▶ _What you will do_: Scan the data below for lines holding the word "subtitle", and copy each line found.

*** Block opens ***

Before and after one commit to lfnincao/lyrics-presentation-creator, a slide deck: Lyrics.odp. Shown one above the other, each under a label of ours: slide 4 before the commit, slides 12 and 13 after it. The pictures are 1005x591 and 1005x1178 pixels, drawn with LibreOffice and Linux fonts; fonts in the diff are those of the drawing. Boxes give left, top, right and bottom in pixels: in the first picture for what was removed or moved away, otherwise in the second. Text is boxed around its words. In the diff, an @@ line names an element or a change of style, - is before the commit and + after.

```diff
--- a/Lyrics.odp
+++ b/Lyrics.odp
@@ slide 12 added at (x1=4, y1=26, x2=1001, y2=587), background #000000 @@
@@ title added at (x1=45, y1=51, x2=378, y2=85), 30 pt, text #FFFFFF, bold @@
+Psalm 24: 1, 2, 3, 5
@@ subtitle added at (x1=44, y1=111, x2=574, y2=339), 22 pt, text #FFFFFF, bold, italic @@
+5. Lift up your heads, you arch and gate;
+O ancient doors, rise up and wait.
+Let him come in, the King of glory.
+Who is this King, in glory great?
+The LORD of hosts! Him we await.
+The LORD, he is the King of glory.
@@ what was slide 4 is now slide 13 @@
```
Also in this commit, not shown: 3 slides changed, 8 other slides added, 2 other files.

*** Block closes ***
*** Block opens ***

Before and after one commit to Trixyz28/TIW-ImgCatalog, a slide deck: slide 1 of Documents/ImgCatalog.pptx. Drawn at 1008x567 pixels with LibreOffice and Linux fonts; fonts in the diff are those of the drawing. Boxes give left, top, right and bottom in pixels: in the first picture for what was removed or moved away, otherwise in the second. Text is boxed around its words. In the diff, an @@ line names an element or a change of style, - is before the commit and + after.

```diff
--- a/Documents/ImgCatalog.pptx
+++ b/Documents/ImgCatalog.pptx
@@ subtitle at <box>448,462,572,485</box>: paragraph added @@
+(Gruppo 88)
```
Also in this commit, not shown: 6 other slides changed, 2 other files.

*** Block closes ***

▶ _Task solution_:
@@ subtitle added at (x1=44, y1=111, x2=574, y2=339), 22 pt, text #FFFFFF, bold, italic @@
@@ subtitle at <box>448,462,572,485</box>: paragraph added @@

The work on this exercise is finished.